This article was originally published in Deutsche Welle
Several former high-ranking People’s Party (PP) officials are facing trial in the country’s largest corruption case since the party’s foundation in 1976. Santiago Saez reports from Madrid.
Yesterday I had to rush out and couldn’t post this one. The biggest story of the day, hands down, was the kick off of the Gürtel case trial. This is the case that has changed Spain’s political landscape, fueled Podemos and Ciudadanos rise, created the deadlock and, as a longer time side effect, destroyed PSOE. The trial will only end in the Spring, so I’ll be posting updates from time to time.
I wrote an article on it for Deutsche Welle where I explain all that. It will possibly be published today, so I’ll be sure to update you all!

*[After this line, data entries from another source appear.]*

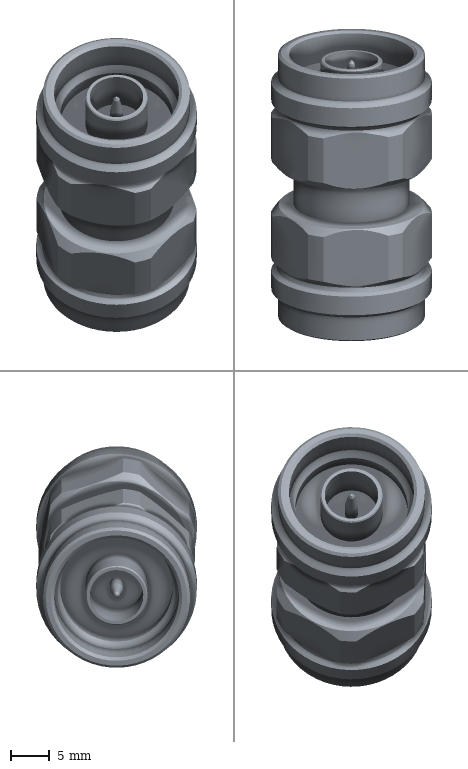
import cadquery as cq
import math


length = 36.4
end_z = length / 2
collar_radius = 20.8 / 2

barrel_radius = 7.5
barrel_half_length = 2.5
neck_radius = 6.3

across_flats = 19.0
hex_bottom_z = 2.73
hex_bottom_chamfer = 1.0
hex_shoulder_z = 9.83
hex_cone_top_radius = 9.85
cone_slope = 0.69

groove_radius = 9.4
groove_top_z = 10.77
groove_lip_radius = 9.7
groove_lip_z = 11.25

collar_bottom_z = 11.65
collar_top_z = 14.2
cap_radius = across_flats / 2
cap_chamfer_width = 0.35
cap_chamfer_height = 0.25

socket_floor_z = 11.83
socket_floor_radius = 7.28
socket_step_z = 13.6
socket_cone_top_z = 14.3
socket_radius = 8.08
socket_mouth_radius = 8.48
socket_mouth_depth = 0.25

tube_outer_radius = 4.0
tube_inner_radius = 3.45
tube_end_z = 17.15
tube_chamfer = 0.15

pin_base_radius = 1.42
pin_radius = 0.85
pin_taper_start_z = 14.35
pin_shoulder_z = 16.75
pin_shoulder_radius = 0.4
pin_tip_z = 17.07
pin_tip_radius = 0.15


def turned(profile):
    """Solid of revolution about Z from (radius, z) points."""
    return cq.Workplane("XZ").polyline(profile).close().revolve(360, (0, 0), (0, 1))


def make_hexagon():
    """Chamfered hexagon with rounded corners and a concave relief above its upper cone."""
    cone_width = collar_radius - hex_cone_top_radius
    cone_top_z = hex_shoulder_z + cone_slope * cone_width
    outline = (
        cq.Workplane("XZ")
        .moveTo(0, hex_bottom_z)
        .lineTo(collar_radius - hex_bottom_chamfer, hex_bottom_z)
        .lineTo(collar_radius, hex_bottom_z + hex_bottom_chamfer)
        .lineTo(collar_radius, hex_shoulder_z)
        .lineTo(hex_cone_top_radius, cone_top_z)
        .tangentArcPoint((groove_radius, groove_top_z), relative=False)
        .lineTo(0, groove_top_z)
        .close()
    )
    blank = outline.revolve(360, (0, 0), (0, 1))
    prism = (
        cq.Workplane("XY")
        .workplane(offset=hex_bottom_z)
        .polygon(6, across_flats / math.cos(math.pi / 6))
        .extrude(groove_top_z - hex_bottom_z)
        .rotate((0, 0, 0), (0, 0, 1), 30)
    )
    return blank.intersect(prism)


def make_collar_and_cap():
    """Round front part of the nut, from the groove to the end face."""
    collar_chamfer_height = cone_slope * (collar_radius - cap_radius)
    return turned([
        (0, groove_top_z),
        (groove_radius, groove_top_z),
        (groove_lip_radius, groove_lip_z),
        (collar_radius, collar_bottom_z),
        (collar_radius, collar_top_z),
        (cap_radius, collar_top_z + collar_chamfer_height),
        (cap_radius, end_z - cap_chamfer_height),
        (cap_radius - cap_chamfer_width, end_z),
        (0, end_z),
    ])


def make_socket():
    """Volume cut from the end face: mouth, bore, cone and floor."""
    return turned([
        (0, socket_floor_z),
        (socket_floor_radius, socket_floor_z),
        (socket_floor_radius, socket_step_z),
        (socket_radius, socket_cone_top_z),
        (socket_radius, end_z - socket_mouth_depth),
        (socket_mouth_radius, end_z),
        (0, end_z),
    ])


def make_tube():
    """Thin tube on the socket floor."""
    return turned([
        (tube_inner_radius, socket_floor_z),
        (tube_outer_radius, socket_floor_z),
        (tube_outer_radius, tube_end_z - tube_chamfer),
        (tube_outer_radius - tube_chamfer, tube_end_z),
        (tube_inner_radius, tube_end_z),
    ])


def make_barrel():
    """Middle barrel with a neck at each end."""
    barrel = cq.Workplane("XY").circle(barrel_radius).extrude(barrel_half_length, both=True)
    necks = cq.Workplane("XY").circle(neck_radius).extrude(hex_bottom_z, both=True)
    return barrel.union(necks)


def make_housing():
    """Housing with both ends and the through hole for the pin."""
    nut = make_hexagon().union(make_collar_and_cap())
    upper_end = nut.cut(make_socket()).union(make_tube())
    lower_end = upper_end.mirror("XY")
    whole = make_barrel().union(upper_end).union(lower_end)
    pin_hole = cq.Workplane("XY").circle(pin_base_radius).extrude(socket_floor_z, both=True)
    return whole.cut(pin_hole).clean()


def make_pin():
    """Contact pin with a tapered point at each end, base flush with the socket floors."""
    upper_outline = [
        (pin_base_radius, socket_floor_z),
        (pin_radius, socket_floor_z),
        (pin_radius, pin_taper_start_z),
        (pin_shoulder_radius, pin_shoulder_z),
        (pin_tip_radius, pin_tip_z),
        (0, pin_tip_z),
    ]
    lower_outline = [(radius, -z) for radius, z in reversed(upper_outline)]
    return turned(upper_outline + lower_outline)


housing = make_housing()
pin = make_pin()

result = cq.Compound.makeCompound([housing.val(), pin.val()])

The talk today in Spain is about Rajoy’s ever-growing position of power in front of PSOE. After the socialist hara-kiri last weekend, which ended with Pedro Sanchez’s resignation, PSOE leaders know that the chances of doing well in a third round of elections are now close to nil, so they are now hoping that Rajoy allows them to abstain (although the president of Extremadura, PSOE’s Fernánde Vara has said, to everyone’s hilarity, that “PP should be scared of PSOE, which could beat them”).
On the other side of the table, Rajoy can now play cat-and-mouse with the socialists. Once again, Mariano’s famous strategy of “doing nothing-saying nothing” has worked wonders, as his enemies crumble on their own before his indifferece. Like Homer Simpson to Frank Grimes, he’s the happy wanderer, just merrily strolling through life and government without a worry in the world. What a guy.